WITH RECURSIVE maze AS (
  SELECT _row, row_number() over (partition by _row) as _col, pos
  FROM (
    SELECT row_number() over () as _row, unnest(regexp_split_to_array(line, '')) as pos
    FROM lance_input
  )t
),
path AS (
  SELECT 1 as _row, 2 as _col, '{}' :: integer[] as trail, true as valid

  UNION ALL

  SELECT t._row, t._col, 
         t.trail + (t._row * 1000 + t._col) as trail, 
         case when t.direction = 'E' and s.pos = '<' then false
              when t.direction = 'W' and s.pos = '>' then false
              when t.direction = 'N' and s.pos = 'v' then false
              when t.direction = 'S' and s.pos = '^' then false
              else true
         end as valid
  FROM (
    SELECT case when y.direction = 'N' then x._row - 1
                when y.direction = 'S' then x._row + 1
                else x._row
           end as _row,
           case when y.direction = 'E' then x._col + 1 
                when y.direction = 'W' then x._col - 1
                else x._col 
           end as _col,
           x.trail,
           y.direction
     FROM path x, (select unnest(regexp_split_to_array('ESWN', '')) as direction) y
     WHERE x.valid
   ) t 
   JOIN maze s
   ON t._row = s._row
   AND t._col = s._col
   AND s.pos != '#'
   AND t.trail # (t._row * 1000 + t._col) = 0
)
SELECT max(#trail) FROM path where _row = 141 and _col = 140;

Part Two

第二关去除了前进方向和箭头方向冲突的限制,再次求最长的路径。

穷举路径

使用第一关相同的方法,只是去除了限制。
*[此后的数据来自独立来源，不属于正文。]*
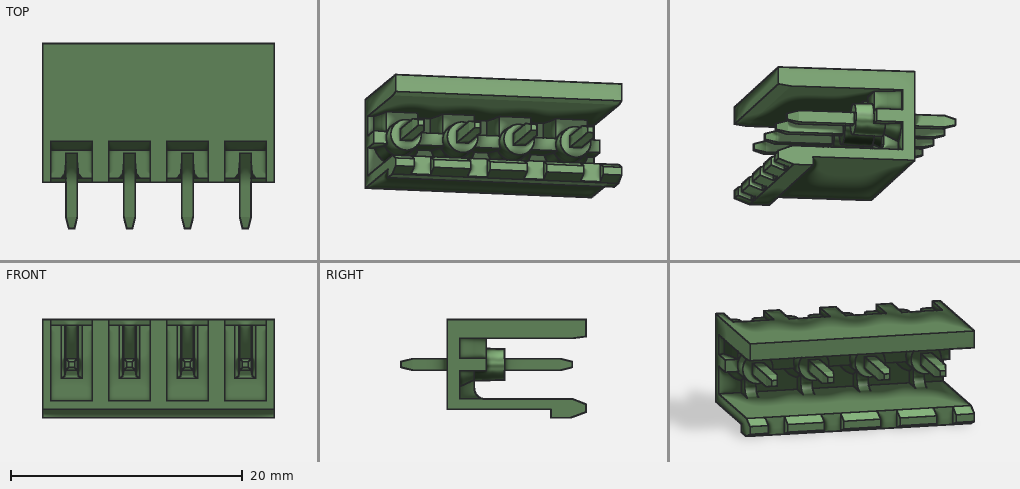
import cadquery as cq

POSITIONS = 4
PITCH = 5.0
LENGTH = POSITIONS * PITCH
DEPTH = 12.0
HEIGHT = 8.5

HOUSING_BOTTOM = 0.72
FLOOR_TOP = 1.63
ROOF_UNDERSIDE = 6.86
WALL = 1.07
ROOF_LEAD_IN_LENGTH = 1.1
ROOF_LEAD_IN_RISE = 0.15

LATCH_BACK_Y = 8.95
LATCH_LOWER_BEVEL_Y = 10.67
LATCH_UPPER_BEVEL_Y = 10.83
LATCH_TIP_LOW = 0.49
LATCH_TIP_HIGH = 1.17
LATCH_NOTCH_WIDTH = 1.73

PIN_SIZE = 1.0
PIN_TIP_SIZE = 0.5
PIN_Z = 4.6
PIN_TAIL_Y = -4.0
PIN_NOSE_Y = 10.8
PIN_TAPER = 1.0

RAIL_Y = 3.38
RAIL_HEIGHT = 1.08
BOSS_END_Y = 4.95
BOSS_END_RADIUS = 1.34
BOSS_RAIL_RADIUS = 1.4
FLARE_Y = 2.36
FLARE_RADIUS = 1.41
BOSS_ROOT_RADIUS = 1.98
BLOCK_FLARE_Y = 2.29
BLOCK_FLARE_HALF_WIDTH = 1.6
GUSSET_WIDTH = 1.0
GUSSET_FILLET = 0.9

RECESS_WIDTH = 3.6
RECESS_DEPTH = 0.35
RECESS_BOTTOM = 1.47
RECESS_SHELF_Z = 8.0
RECESS_SHELF_Y = 2.78
RECESS_BACK_Y = 3.53

SLOT_END_Y = 2.5
SLOT_MOUTH_WIDTH = 1.8
SLOT_MOUTH_BOTTOM = 3.41
SLOT_THROAT_Y = 0.74
SLOT_THROAT_WIDTH = 1.18
SLOT_TAPER_END_Y = 1.76

PIN_POSITIONS = [(i - (POSITIONS - 1) / 2) * PITCH for i in range(POSITIONS)]


def extrude_along_x(points, width, center_x=0.0):
    """Extrude a (y, z) outline symmetrically about x = center_x."""
    outline = cq.Workplane("YZ", origin=(center_x, 0, 0)).polyline(points).close()
    return outline.extrude(width / 2, both=True)


def rectangle_loft(start, end):
    """Loft between two rectangles, each given as (y, x_center, width, z_low, z_high)."""
    wires = []
    for y, x, width, z_low, z_high in (start, end):
        corners = [
            cq.Vector(x - width / 2, y, z_low),
            cq.Vector(x + width / 2, y, z_low),
            cq.Vector(x + width / 2, y, z_high),
            cq.Vector(x - width / 2, y, z_high),
        ]
        wires.append(cq.Wire.makePolygon(corners, close=True))
    return cq.Workplane(cq.Solid.makeLoft(wires, True))


def housing_shell():
    """Back wall, roof with lead-in and floor with latch lip."""
    return extrude_along_x(
        [
            (0, HOUSING_BOTTOM),
            (LATCH_BACK_Y, HOUSING_BOTTOM),
            (LATCH_BACK_Y, 0),
            (LATCH_LOWER_BEVEL_Y, 0),
            (DEPTH, LATCH_TIP_LOW),
            (DEPTH, LATCH_TIP_HIGH),
            (LATCH_UPPER_BEVEL_Y, FLOOR_TOP),
            (WALL, FLOOR_TOP),
            (WALL, ROOF_UNDERSIDE),
            (DEPTH - ROOF_LEAD_IN_LENGTH, ROOF_UNDERSIDE),
            (DEPTH, ROOF_UNDERSIDE + ROOF_LEAD_IN_RISE),
            (DEPTH, HEIGHT),
            (0, HEIGHT),
        ],
        LENGTH,
    )


def support_rail():
    """Bar along the inside of the wall at pin height."""
    return (
        cq.Workplane("XY")
        .box(LENGTH, RAIL_Y, RAIL_HEIGHT, centered=(True, False, True))
        .translate((0, 0, PIN_Z))
    )


def pin_boss(x):
    """Round boss about the pin axis, flared where it meets the wall."""
    half_section = [
        (0, 0),
        (BOSS_ROOT_RADIUS, 0),
        (BOSS_ROOT_RADIUS, WALL),
        (FLARE_RADIUS, FLARE_Y),
        (BOSS_RAIL_RADIUS, RAIL_Y),
        (BOSS_END_RADIUS, BOSS_END_Y),
        (0, BOSS_END_Y),
    ]
    boss = cq.Workplane("XY").polyline(half_section).close().revolve(360, (0, 0, 0), (0, 1, 0))
    return boss.translate((x, 0, PIN_Z))


def slot_block(x):
    """Block from the pin axis up to the roof that backs the slot, flared towards the wall."""
    plan = [
        (-BOSS_ROOT_RADIUS, WALL),
        (-BLOCK_FLARE_HALF_WIDTH, BLOCK_FLARE_Y),
        (-BOSS_RAIL_RADIUS, RAIL_Y),
        (BOSS_RAIL_RADIUS, RAIL_Y),
        (BLOCK_FLARE_HALF_WIDTH, BLOCK_FLARE_Y),
        (BOSS_ROOT_RADIUS, WALL),
    ]
    block = cq.Workplane("XY").polyline(plan).close().extrude(ROOF_UNDERSIDE - PIN_Z)
    return block.translate((x, 0, PIN_Z))


def gusset(x):
    """Rib below the boss, filleted into the floor."""
    fillet_top = FLOOR_TOP + GUSSET_FILLET
    return (
        cq.Workplane("YZ", origin=(x, 0, 0))
        .moveTo(WALL, FLOOR_TOP)
        .lineTo(FLARE_Y + GUSSET_FILLET, FLOOR_TOP)
        .radiusArc((FLARE_Y, fillet_top), GUSSET_FILLET)
        .lineTo(FLARE_Y, PIN_Z)
        .lineTo(WALL, PIN_Z)
        .close()
        .extrude(GUSSET_WIDTH / 2, both=True)
    )


def recess(x):
    """Shallow recess in the wall that steps back into the roof with a sloped end."""
    return extrude_along_x(
        [
            (0, RECESS_BOTTOM),
            (RECESS_DEPTH, RECESS_BOTTOM),
            (RECESS_DEPTH, RECESS_SHELF_Z),
            (RECESS_SHELF_Y, RECESS_SHELF_Z),
            (RECESS_BACK_Y, HEIGHT),
            (0, HEIGHT),
        ],
        RECESS_WIDTH,
        x,
    )


def pin_slot(x):
    """Slot above the pin: chamfered mouth, tapering throat, pin-wide end; one ramp forms its bottom."""
    pin_bottom = PIN_Z - PIN_SIZE / 2
    ramp_slope = (pin_bottom - SLOT_MOUTH_BOTTOM) / (SLOT_TAPER_END_Y - RECESS_DEPTH)
    throat_bottom = SLOT_MOUTH_BOTTOM + ramp_slope * (SLOT_THROAT_Y - RECESS_DEPTH)

    mouth = (RECESS_DEPTH, x, SLOT_MOUTH_WIDTH, SLOT_MOUTH_BOTTOM, RECESS_SHELF_Z)
    throat = (SLOT_THROAT_Y, x, SLOT_THROAT_WIDTH, throat_bottom, RECESS_SHELF_Z)
    taper_end = (SLOT_TAPER_END_Y, x, PIN_SIZE, pin_bottom, RECESS_SHELF_Z)
    end = (SLOT_END_Y, x, PIN_SIZE, pin_bottom, RECESS_SHELF_Z)
    slot = rectangle_loft(mouth, throat)
    slot = slot.union(rectangle_loft(throat, taper_end))
    return slot.union(rectangle_loft(taper_end, end)).clean()


def latch_notch(x):
    """Gap in the latch lip opposite a pin."""
    notch_depth = DEPTH - LATCH_UPPER_BEVEL_Y
    return (
        cq.Workplane("XY")
        .box(LATCH_NOTCH_WIDTH, notch_depth, FLOOR_TOP, centered=(True, False, False))
        .translate((x, LATCH_UPPER_BEVEL_Y, 0))
    )


def pin(x):
    """Square pin, tapered at both ends."""

    def section(y, size):
        return (y, x, size, PIN_Z - size / 2, PIN_Z + size / 2)

    tail_shoulder = section(PIN_TAIL_Y + PIN_TAPER, PIN_SIZE)
    nose_shoulder = section(PIN_NOSE_Y - PIN_TAPER, PIN_SIZE)
    shank = rectangle_loft(tail_shoulder, nose_shoulder)
    tail = rectangle_loft(section(PIN_TAIL_Y, PIN_TIP_SIZE), tail_shoulder)
    nose = rectangle_loft(nose_shoulder, section(PIN_NOSE_Y, PIN_TIP_SIZE))
    return shank.union(tail).union(nose)


result = housing_shell().union(support_rail())
for pin_x in PIN_POSITIONS:
    result = result.union(pin_boss(pin_x)).union(slot_block(pin_x)).union(gusset(pin_x))
    result = result.cut(recess(pin_x)).cut(pin_slot(pin_x)).cut(latch_notch(pin_x))
    result = result.union(pin(pin_x))

但是运行很久都未计算出最终结果,尝试先获取前1500W条的记录,看看分布的情况。

 step | count 
------+-------
 1645 |  7155
 1646 |  7147
 1647 |  7218
 1648 |  7203
 1649 |  7281
 1650 |  7261
 1651 |  7344
 1652 |  7317
 1653 |  4889

由于有太多的可能分支可以走,且没有约束条件(仅剩余不能重走的限制),因此越往后分支数越多,1600多步时,达到了7000多个分支,性能下降严重。而且1500W条的记录,才走到了1600多步,按照这个迷宫的设计,应该在1w步左右。

精简迷宫

迷宫中有很多条路都是无岔路的,因此一次可以在横向或者纵向方向上移动多步。首先,需要找出一行输入中,可以无岔路移动的最大距离。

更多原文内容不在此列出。